I have a younger brother who is not observant. Recently, he has been showing interest in Yiddishkeit. I’m concerned about being pushy or not supportive enough. Do I refer him to classes, a book, a Rabbi, something else? Any advice would be appreciated.

13 comments on “Question of the Week: What’s the Next Step?

  1. Lisa might want to contact The Jewish Heritage Center of Queens and Long Island, run by Rabbi Portnoy and Rabbi Turk. They have a lot of outreach programs designed for searching young people. The phone number is 1-888-4-JUDAISM.

  2. Since Purim falls on Sunday this year, it makes a great opportunity to spend the weekend experiencing Shabbos and then Purim in the right atmosphere.

  3. In making specific suggestions, it would be helpful to know the ages of the siblings, and where they live; both with parents, both on their own, etc.

    Generally speaking, Shabbat dinner, with a brief explanation of Shalom Aleichem, Aishet Chayil and Kiddush will be a great springboard for Lisa’s brother to ask questions.

    Purim will soon be here. Besides its own spiritual and historical importance, it offers parallels to life today; the seductiveness of assimilation, the need to fight anti-Semitism even when we assimilate, and when we overcome anti-Semitism, the opportunity to grow spiritually rather than return to business as usual. That is the choice that the Jews made in post-Haman Persia. Under Mordecai’s leadership, they began working towards a return to Eretz Yisrael and the rebuilding of the Beit Hamikdash. May we merit leaders of a similar caliber, and the intrinsic motivation, to propel ourselves in the same direction.

  4. I think that some kind of Shabbos experience would be great for your brother. If he’s in the teen years, then an NCSY Shabbaton might be appropriate. Otherwise, for those past the teenage years, a Discovery or Aish HaTorah shabbos could be “just the thing.” If you are in the New York City area, there are programs like the Manhattan Jewish Experience and Hineni which run interesting classes and seminars. Possibly a “weekend immersion” in Orthodox Judaism might be more helpful to your brother, in terms of experiencing it personally, and also for the opportunity to meet with many intellectual people who can answer tons of questions.

  5. I agree that it’s critical to make your brother know that you are available to him for questions, support, etc. A book or link can be a positive benefit but I don’t think you should give such a general one. You know your brother so you know whether he is philosophical, whimsical, spiritual or some other -al. Send him something that’s tailored to him.

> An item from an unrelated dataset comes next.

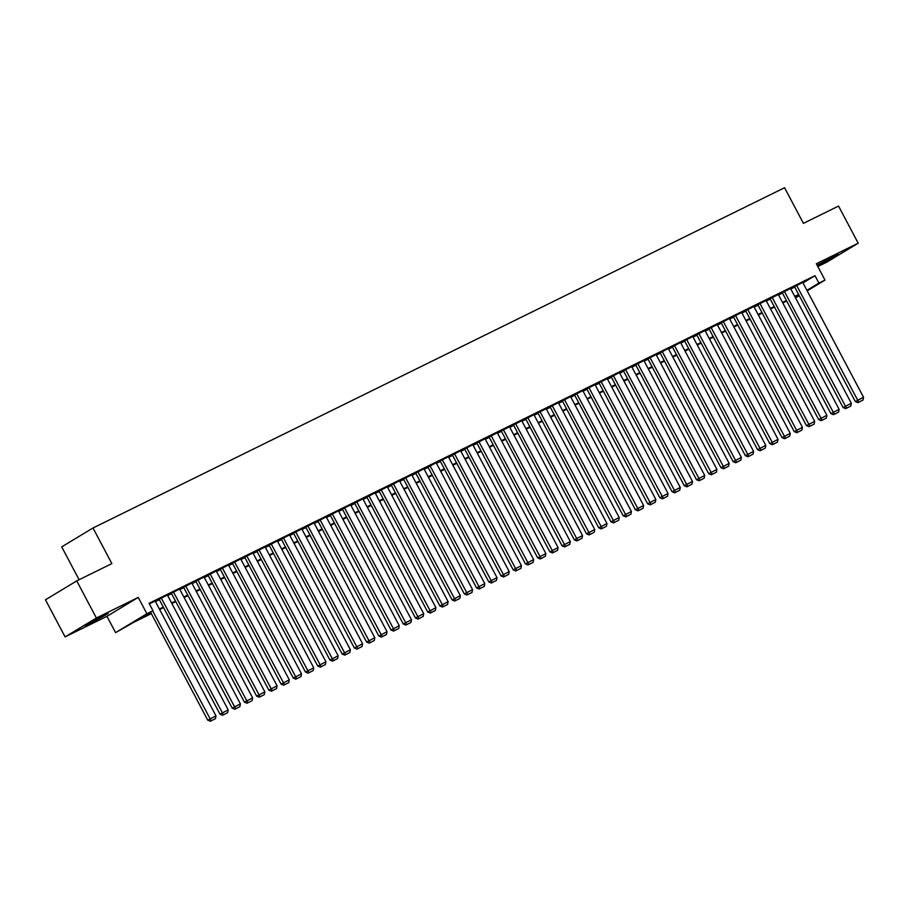 <?xml version="1.0" encoding="UTF-8"?>
<svg xmlns="http://www.w3.org/2000/svg" width="909" height="909" viewBox="0 0 909 909"><rect width="100%" height="100%" fill="white"/><g stroke="black" fill="none" stroke-linecap="round" stroke-linejoin="round"><path stroke-width="1.36" d="M90.036 623.619L108.216 613.507L91.139 622.006L85.037 625.778L90.036 623.619M817.384 265.712L838.257 254.315L817.089 265.167M151.348 613.632L134.384 621.972L115.591 632.641L146.883 613.734L152.996 610.734L140.304 618.393L151.064 613.098M106.944 616.313L138.236 597.406L96.388 617.995L76.742 580.896L45.45 599.792L65.096 636.902L106.944 616.313L115.591 632.641M79.106 579.726L61.71 546.888L93.002 527.981L784.558 187.731L803.42 223.353L838.553 206.07L858.198 243.18L816.35 263.769L824.997 280.097L807.203 290.846M817.827 266.553L826.906 262.087L858.198 243.18M96.388 617.995L65.096 636.902M155.178 601.054L149.349 603.86M167.392 595.043L159.143 599.27M179.618 589.032L170.756 593.566L171.358 593.259L232.193 708.156L240.419 703.873L179.584 588.975M191.833 583.021L183.584 587.248M204.048 577.01L195.799 581.237M216.262 571L208.013 575.227M228.489 564.989L220.239 569.216M240.703 558.978L232.454 563.205M252.918 552.967L244.669 557.194M265.144 546.957L256.895 551.184M269.087 545.116L329.944 660.059L338.159 655.775L277.336 540.889L277.938 540.582L269.109 545.173M289.573 534.924L281.324 539.162M301.799 528.913L293.55 533.151M314.014 522.902L305.765 527.14M326.229 516.891L317.98 521.13M330.172 515.062L391.029 630.005L399.256 625.722L338.421 510.835L339.034 510.528L330.206 515.108M350.669 504.87L342.42 509.097M362.884 498.859L354.635 503.086M375.11 492.848L366.247 497.382L366.85 497.075L427.684 611.973L435.911 607.689L375.076 492.792M387.325 486.838L379.076 491.065M399.54 480.827L391.29 485.054M411.766 474.816L403.505 479.043M423.98 468.805L415.731 473.032M436.195 462.795L427.946 467.021M448.421 456.772L440.161 461.011M460.636 450.762L452.387 455M464.579 448.932L525.436 563.875L533.651 559.592L472.828 444.706L473.441 444.399L464.601 448.989M485.065 438.74L476.816 442.978M497.291 432.729L489.042 436.968M509.506 426.719L500.643 431.252L501.257 430.946L562.092 545.843L570.307 541.559L509.483 426.673M521.721 420.708L513.471 424.935M533.947 414.697L525.697 418.924M546.161 408.686L537.912 412.913M558.376 402.676L550.127 406.902M570.602 396.665L561.739 401.199L562.353 400.892L623.176 515.778L631.403 511.506L570.568 396.608M582.817 390.654L574.568 394.881M595.031 384.643L586.782 388.87M607.257 378.633L599.008 382.859M619.472 372.61L611.223 376.849M631.687 366.6L623.438 370.838M643.913 360.589L635.652 364.827M656.128 354.578L647.878 358.816M660.07 352.749L720.928 467.692L729.154 463.408L668.32 348.522L668.933 348.215L660.093 352.806M680.568 342.557L672.308 346.784M692.783 336.546L684.534 340.773M704.998 330.535L696.135 335.069L696.749 334.762L757.583 449.66L765.798 445.376L704.975 330.478M717.224 324.524L708.963 328.751M729.438 318.514L721.189 322.74M741.653 312.503L733.404 316.73M753.868 306.492L745.619 310.719M766.094 300.481L757.845 304.708M778.309 294.471L770.059 298.697M790.523 288.448L782.274 292.687M802.988 282.904L814.964 275.677L149.065 603.315L152.996 610.734M155.462 601.588L159.348 599.667M167.676 595.577L171.574 593.657M179.891 589.566L183.788 587.646M192.117 583.555L196.003 581.635M204.332 577.545L208.229 575.624M216.547 571.534L220.444 569.613M228.773 565.512L232.659 563.603M240.987 559.501L244.885 557.592M253.202 553.49L257.099 551.581M265.428 547.479L269.314 545.57M277.643 541.469L281.54 539.56M289.857 535.458L293.755 533.538M302.072 529.447L305.969 527.527M314.298 523.436L318.195 521.516M326.513 517.426L330.41 515.505M338.727 511.415L342.625 509.494M350.954 505.404L354.851 503.484M363.168 499.393L367.066 497.473M375.383 493.382L379.28 491.462M387.609 487.372L391.506 485.451M399.824 481.35L403.721 479.441M412.038 475.339L415.936 473.43M424.264 469.328L428.15 467.419M436.479 463.317L440.376 461.408M448.694 457.307L452.591 455.398M460.92 451.296L464.806 449.376M473.134 445.285L477.032 443.365M485.349 439.274L489.247 437.354M497.575 433.263L501.461 431.343M509.79 427.253L513.687 425.332M522.005 421.242L525.902 419.322M534.219 415.231L538.117 413.311M546.445 409.22L550.343 407.3M558.66 403.21L562.557 401.289M570.875 397.188L574.772 395.279M583.101 391.177L586.998 389.268M595.315 385.166L599.213 383.257M607.53 379.155L611.427 377.246M619.756 373.144L623.654 371.236M631.971 367.134L635.868 365.213M644.186 361.123L648.083 359.203M656.412 355.112L660.298 353.192M668.626 349.101L672.524 347.181M680.841 343.091L684.738 341.17M693.067 337.08L696.953 335.16M705.282 331.069L709.179 329.149M717.496 325.058L721.394 323.138M729.722 319.048L733.608 317.127M741.937 313.026L745.834 311.117M754.152 307.015L758.049 305.106M766.378 301.004L770.264 299.095M778.593 294.993L782.49 293.084M790.807 288.982L794.705 287.074M802.749 282.438L794.5 286.676M138.236 597.406L146.883 613.734M814.964 275.677L818.884 283.097L824.997 280.097M76.742 580.896L111.864 563.603L93.002 527.981M798.909 295.016L795.023 296.936M786.694 301.027L782.797 302.947M774.479 307.037L770.582 308.958M762.253 313.048L758.367 314.969M750.039 319.059L746.141 320.979M737.824 325.07L733.927 326.99M725.598 331.081L721.712 333.001M713.383 337.103L709.486 339.012M701.169 343.113L697.271 345.022M688.954 349.124L685.056 351.033M676.728 355.135L672.83 357.044M664.513 361.146L660.616 363.066M652.298 367.156L648.401 369.077M640.072 373.167L636.175 375.087M627.858 379.178L623.96 381.098M615.643 385.189L611.746 387.109M603.417 391.2L599.52 393.12M591.202 397.21L587.305 399.131M578.988 403.221L575.09 405.141M566.761 409.232L562.876 411.152M554.547 415.243L550.649 417.163M542.332 421.265L538.435 423.174M530.106 427.275L526.22 429.184M517.891 433.286L513.994 435.195M505.677 439.297L501.779 441.206M493.451 445.308L489.565 447.228M481.236 451.318L477.339 453.239M469.021 457.329L465.124 459.25M456.795 463.34L452.909 465.26M444.581 469.351L440.683 471.271M432.366 475.362L428.469 477.282M420.151 481.372L416.254 483.293M407.925 487.383L404.028 489.303M395.71 493.394L391.813 495.314M383.496 499.405L379.598 501.325M371.27 505.427L367.372 507.336M359.055 511.437L355.158 513.346M346.84 517.448L342.943 519.357M334.614 523.459L330.717 525.368M322.4 529.47L318.502 531.39M310.185 535.481L306.288 537.401M297.959 541.491L294.073 543.412M285.744 547.502L281.847 549.422M273.529 553.513L269.632 555.433M261.303 559.524L257.417 561.444M249.089 565.534L245.191 567.455M236.874 571.545L232.977 573.465M224.648 577.556L220.762 579.476M212.433 583.567L208.536 585.487M200.219 589.589L196.321 591.498M187.993 595.6L184.107 597.508M175.778 601.61L171.881 603.519M163.563 607.621L159.666 609.53M795.25 297.379L798.977 295.13M799.25 295.652L795.534 297.902M806.919 290.335L818.884 283.097M159.393 609.007L163.279 607.087M171.608 602.997L175.505 601.076M183.823 596.986L187.72 595.065M196.037 590.975L199.935 589.055M208.263 584.964L212.161 583.044M220.478 578.953L224.375 577.033M232.693 572.943L236.59 571.022M244.919 566.932L248.816 565.012M257.133 560.921L261.031 559.001M269.348 554.899L273.245 552.99M281.574 548.888L285.46 546.979M293.789 542.878L297.686 540.969M306.003 536.867L309.901 534.958M318.23 530.856L322.116 528.936M330.444 524.845L334.342 522.925M342.659 518.834L346.556 516.914M354.885 512.824L358.771 510.903M367.1 506.813L370.997 504.893M379.314 500.802L383.212 498.882M391.54 494.791L395.426 492.871M403.755 488.781L407.652 486.86M415.97 482.77L419.867 480.85M428.184 476.759L432.082 474.839M440.411 470.737L444.308 468.828M452.625 464.726L456.523 462.817M464.84 458.715L468.737 456.807M477.066 452.705L480.963 450.796M489.281 446.694L493.178 444.774M501.495 440.683L505.393 438.763M513.721 434.672L517.619 432.752M525.936 428.662L529.833 426.741M538.151 422.651L542.048 420.731M550.377 416.64L554.263 414.72M562.591 410.629L566.489 408.709M574.806 404.619L578.703 402.698M587.032 398.608L590.918 396.688M599.247 392.597L603.144 390.677M611.462 386.575L615.359 384.666M623.688 380.564L627.574 378.655M635.902 374.553L639.8 372.645M648.117 368.543L652.014 366.634M660.343 362.532L664.229 360.612M672.558 356.521L676.455 354.601M684.772 350.51L688.67 348.59M696.987 344.5L700.884 342.579M709.213 338.489L713.111 336.569M721.428 332.478L725.325 330.558M733.643 326.467L737.54 324.547M745.869 320.457L749.766 318.536M758.083 314.446L761.981 312.526M770.298 308.435L774.195 306.515M782.524 302.413L786.421 300.504M794.739 296.402L798.636 294.493M802.715 282.392L863.55 397.278L855.324 401.562L857.903 402.664L863.016 400.04L857.903 402.664M794.466 286.619L855.324 401.562M796.614 285.392L858.744 402.153M863.016 400.04L863.55 397.278M790.5 288.403L851.335 403.289L843.109 407.573L845.677 408.675L850.801 406.05L845.677 408.675M782.251 292.63L843.109 407.573M784.387 291.403L846.529 408.164M850.801 406.05L851.335 403.289M778.286 294.414L839.109 409.3L830.894 413.584L833.462 414.686L838.587 412.072L833.462 414.686M770.037 298.641L830.894 413.584M772.173 297.413L834.303 414.174M838.587 412.072L839.109 409.3M766.06 300.424L826.895 415.311L818.668 419.594L821.247 420.697L826.361 418.083L821.247 420.697M757.811 304.651L818.668 419.594M759.958 303.436L822.088 420.185M826.361 418.083L826.895 415.311M753.845 306.435L814.68 421.322L806.453 425.605L809.021 426.707L814.146 424.094L809.021 426.707M745.596 310.662L806.453 425.605M747.732 309.446L809.874 426.196M814.146 424.094L814.68 421.322M741.63 312.446L802.454 427.344L794.239 431.616L796.807 432.718L801.931 430.105L796.807 432.718M733.381 316.684L794.239 431.616M735.517 315.457L797.648 432.207M801.931 430.105L802.454 427.344M729.404 318.457L790.239 433.354L782.013 437.638L784.592 438.729L789.716 436.115L784.592 438.729M721.155 322.695L782.013 437.638M723.303 321.468L785.433 438.218M789.716 436.115L790.239 433.354M717.19 324.468L778.024 439.365L769.798 443.649L772.366 444.74L777.49 442.126L772.366 444.74M708.94 328.706L769.798 443.649M711.077 327.479L773.218 444.228M777.49 442.126L778.024 439.365M698.862 333.489L761.003 450.239L760.151 450.75L765.276 448.137L761.003 450.239M765.276 448.137L765.798 445.376M757.583 449.66L760.151 450.75M692.749 336.489L753.584 451.387L745.357 455.67L747.937 456.761L753.061 454.148L747.937 456.761M684.5 340.727L745.357 455.67M686.647 339.5L748.777 456.25M753.061 454.148L753.584 451.387M680.534 342.511L741.369 457.397L733.143 461.681L735.711 462.772L740.835 460.159L735.711 462.772M672.285 346.738L733.143 461.681M674.421 345.511L736.563 462.261M740.835 460.159L741.369 457.397M662.206 351.522L724.348 468.271L723.496 468.783L728.62 466.169L724.348 468.271M728.62 466.169L729.154 463.408M720.928 467.692L723.496 468.783M656.105 354.533L716.928 469.419L708.702 473.703L711.281 474.793L716.406 472.18L711.281 474.793M647.844 358.76L708.702 473.703M649.992 357.532L712.122 474.282M716.406 472.18L716.928 469.419M643.879 360.543L704.714 475.43L696.487 479.713L699.066 480.804L704.18 478.191L699.066 480.804M635.63 364.77L696.487 479.713M637.777 363.543L699.907 480.293M704.18 478.191L704.714 475.43M631.664 366.554L692.499 481.44L684.272 485.724L686.84 486.826L691.965 484.202L686.84 486.826M623.415 370.781L684.272 485.724M625.551 369.554L687.693 486.315M691.965 484.202L692.499 481.44M619.449 372.565L680.273 487.451L672.058 491.735L674.626 492.837L679.75 490.212L674.626 492.837M611.189 376.792L672.058 491.735M613.336 375.565L675.467 492.326M679.75 490.212L680.273 487.451M607.223 378.576L668.058 493.462L659.832 497.746L662.411 498.848L667.524 496.234L662.411 498.848M598.974 382.803L659.832 497.746M601.122 381.575L663.252 498.337M667.524 496.234L668.058 493.462M595.009 384.587L655.844 499.473L647.617 503.756L650.185 504.859L655.309 502.245L650.185 504.859M586.76 388.813L647.617 503.756M588.896 387.598L651.037 504.347M655.309 502.245L655.844 499.473M582.794 390.597L643.617 505.484L635.402 509.767L637.97 510.869L643.095 508.256L637.97 510.869M574.533 394.824L635.402 509.767M576.681 393.608L638.811 510.358M643.095 508.256L643.617 505.484M564.466 399.619L626.596 516.369L625.756 516.88L630.869 514.267L626.596 516.369M630.869 514.267L631.403 511.506M623.176 515.778L625.756 516.88M558.353 402.619L619.188 517.516L610.962 521.8L613.53 522.891L618.654 520.278L613.53 522.891M550.104 406.857L610.962 521.8M552.24 405.63L614.382 522.38M618.654 520.278L619.188 517.516M546.139 408.63L606.962 523.527L598.747 527.811L601.315 528.902L606.439 526.288L601.315 528.902M537.878 412.868L598.747 527.811M540.026 411.641L602.156 528.39M606.439 526.288L606.962 523.527M533.913 414.64L594.747 529.538L586.521 533.822L589.1 534.912L594.213 532.299L589.1 534.912M525.663 418.879L586.521 533.822M527.811 417.651L589.941 534.401M594.213 532.299L594.747 529.538M521.698 420.651L582.533 535.549L574.306 539.832L576.874 540.923L581.999 538.31L576.874 540.923M513.449 424.889L574.306 539.832M515.585 423.662L577.726 540.412M581.999 538.31L582.533 535.549M503.37 429.673L565.5 546.423L564.659 546.934L569.784 544.321L565.5 546.423M569.784 544.321L570.307 541.559M562.092 545.843L564.659 546.934M497.257 432.684L558.092 547.57L549.865 551.854L552.445 552.945L557.569 550.331L552.445 552.945M489.008 436.911L549.865 551.854M491.155 435.684L553.286 552.433M557.569 550.331L558.092 547.57M485.042 438.695L545.877 553.581L537.651 557.865L540.219 558.955L545.343 556.342L540.219 558.955M476.793 442.922L537.651 557.865M478.929 441.694L541.071 558.444M545.343 556.342L545.877 553.581M466.715 447.705L528.856 564.466L528.004 564.966L533.129 562.353L528.856 564.466M533.129 562.353L533.651 559.592M525.436 563.875L528.004 564.966M460.602 450.716L521.436 565.603L513.21 569.886L515.789 570.988L520.914 568.364L515.789 570.988M452.352 454.943L513.21 569.886M454.5 453.716L516.63 570.477M520.914 568.364L521.436 565.603M448.387 456.727L509.222 571.613L500.995 575.897L503.563 576.999L508.688 574.374L503.563 576.999M440.138 460.954L500.995 575.897M442.274 459.727L504.415 576.488M508.688 574.374L509.222 571.613M436.172 462.738L496.996 577.624L488.781 581.908L491.349 583.01L496.473 580.397L491.349 583.01M427.923 466.965L488.781 581.908M430.059 465.738L492.201 582.499M496.473 580.397L496.996 577.624M423.946 468.749L484.781 583.635L476.555 587.918L479.134 589.021L484.258 586.407L479.134 589.021M415.697 472.975L476.555 587.918M417.845 471.76L479.975 588.509M484.258 586.407L484.781 583.635M411.732 474.759L472.566 589.646L464.34 593.929L466.908 595.031L472.032 592.418L466.908 595.031M403.482 478.986L464.34 593.929M405.619 477.77L467.76 594.52M472.032 592.418L472.566 589.646M399.517 480.77L460.352 595.668L452.125 599.94L454.693 601.042L459.818 598.429L454.693 601.042M391.268 485.008L452.125 599.94M393.404 483.781L455.545 600.531M459.818 598.429L460.352 595.668M387.302 486.781L448.126 601.678L439.899 605.962L442.478 607.053L447.603 604.44L442.478 607.053M379.042 491.019L439.899 605.962M381.189 489.792L443.319 606.542M447.603 604.44L448.126 601.678M368.974 495.803L431.105 612.552L430.264 613.064L435.377 610.45L431.105 612.552M435.377 610.45L435.911 607.689M427.684 611.973L430.264 613.064M362.861 498.802L423.696 613.7L415.47 617.984L418.038 619.074L423.162 616.461L418.038 619.074M354.612 503.041L415.47 617.984M356.748 501.813L418.89 618.563M423.162 616.461L423.696 613.7M350.647 504.813L411.47 619.711L403.255 623.994L405.823 625.085L410.948 622.472L405.823 625.085M342.386 509.051L403.255 623.994M344.534 507.824L406.664 624.574M410.948 622.472L411.47 619.711M332.319 513.835L394.449 630.585L393.608 631.096L398.721 628.483L394.449 630.585M398.721 628.483L399.256 625.722M391.029 630.005L393.608 631.096M326.206 516.846L387.041 631.732L378.814 636.016L381.382 637.107L386.507 634.493L381.382 637.107M317.957 521.073L378.814 636.016M320.093 519.846L382.234 636.595M386.507 634.493L387.041 631.732M313.991 522.857L374.815 637.743L366.6 642.027L369.168 643.117L374.292 640.504L369.168 643.117M305.731 527.084L366.6 642.027M307.878 525.856L370.008 642.606M374.292 640.504L374.815 637.743M301.765 528.868L362.6 643.754L354.374 648.037L356.953 649.128L362.066 646.515L356.953 649.128M293.516 533.094L354.374 648.037M295.664 531.867L357.794 648.628M362.066 646.515L362.6 643.754M289.551 534.878L350.385 649.765L342.159 654.048L344.727 655.15L349.851 652.526L344.727 655.15M281.301 539.105L342.159 654.048M283.438 537.878L345.579 654.639M349.851 652.526L350.385 649.765M271.223 543.889L333.353 660.65L332.512 661.161L337.637 658.536L333.353 660.65M337.637 658.536L338.159 655.775M329.944 660.059L332.512 661.161M265.11 546.9L325.945 661.786L317.718 666.07L320.298 667.172L325.411 664.559L320.298 667.172M256.861 551.127L317.718 666.07M259.008 549.9L321.138 666.661M325.411 664.559L325.945 661.786M252.895 552.911L313.73 667.797L305.504 672.081L308.071 673.183L313.196 670.569L308.071 673.183M244.646 557.137L305.504 672.081M246.782 555.922L308.924 672.671M313.196 670.569L313.73 667.797M240.68 558.921L301.504 673.808L293.289 678.091L295.857 679.193L300.981 676.58L295.857 679.193M232.431 563.148L293.289 678.091M234.567 561.932L296.698 678.682M300.981 676.58L301.504 673.808M228.454 564.932L289.289 679.83L281.063 684.102L283.642 685.204L288.767 682.591L283.642 685.204M220.205 569.17L281.063 684.102M222.353 567.943L284.483 684.693M288.767 682.591L289.289 679.83M216.24 570.943L277.075 685.841L268.848 690.124L271.416 691.215L276.541 688.602L271.416 691.215M207.991 575.181L268.848 690.124M210.127 573.954L272.268 690.704M276.541 688.602L277.075 685.841M204.025 576.954L264.849 691.851L256.633 696.135L259.201 697.226L264.326 694.612L259.201 697.226M195.776 581.192L256.633 696.135M197.912 579.965L260.054 696.714M264.326 694.612L264.849 691.851M191.799 582.964L252.634 697.862L244.407 702.146L246.987 703.236L252.111 700.623L246.987 703.236M183.55 587.203L244.407 702.146M185.697 585.975L247.827 702.725M252.111 700.623L252.634 697.862M173.471 591.986L235.613 708.736L234.761 709.247L239.885 706.634L235.613 708.736M239.885 706.634L240.419 703.873M232.193 708.156L234.761 709.247M167.37 594.997L228.193 709.884L219.978 714.167L222.546 715.258L227.67 712.645L222.546 715.258M159.12 599.224L219.978 714.167M161.257 597.997L223.398 714.747M227.67 712.645L228.193 709.884M155.144 601.008L215.978 715.894L207.752 720.178L210.331 721.269L215.456 718.655L210.331 721.269M150.576 612.189L207.752 720.178M152.689 610.916L211.172 720.757M215.456 718.655L215.978 715.894"/></g></svg>

  6. One main focus is just to listen to the others interest and questions. Another is positive experiences like Shabbos. If you want to give reading material “Jewish Matters” is a small book by R Doron Kornbluth, that focuses on basic ideas.
    Enjoy the shared experiences.

  7. I think Rabbi Tatz’s Living Inspired far better for the neophyte than Rabbis Donin’s & Kaplan’s books. To be a Jew and Rabbi Kaplan’s books are great after one is ready to take a deeper look into practice. I’m not sure you want to submit a book to anyone that says that anyone who doesn’t live within walking distance to a shul is not serious as said in To be a Jew. That statement alone may turn off someone who is showing interest.

  8. I’ve given many beginners books and looking back I think they are overwhelming for the beginner. Too much material and too much time to read.

    The Internet gives us the ability to send links of shorter interesting articles and that’s how I would start now.

    My two top recommended sources would be

    Send one, wait a week and then ask him if he read it and what he thought.

  9. If your brother has shown interest, he must have mentioned some specifics (motivations, subject areas…) about his interest. These specifics should guide you in future discussions, offers to help, etc.

  10. I would suggest giving him a copy of Chaim Halevy Donin’s “To Be a Jew.” Invite him for Shabbos, tell him he can come for Shabbos anytime, find out if if there is an Orthodox synagogue anywhere near him and suggest he try it out for Shabbos.
    Give him a $100 gift certificate to a kosher restaurant.

  11. I think the best thing to do is let him, and if possible, your parents, know that if he ever wants to talk or has questions that you’d be happy to help.
    Of course this depends greatly with your own relationship with your parents.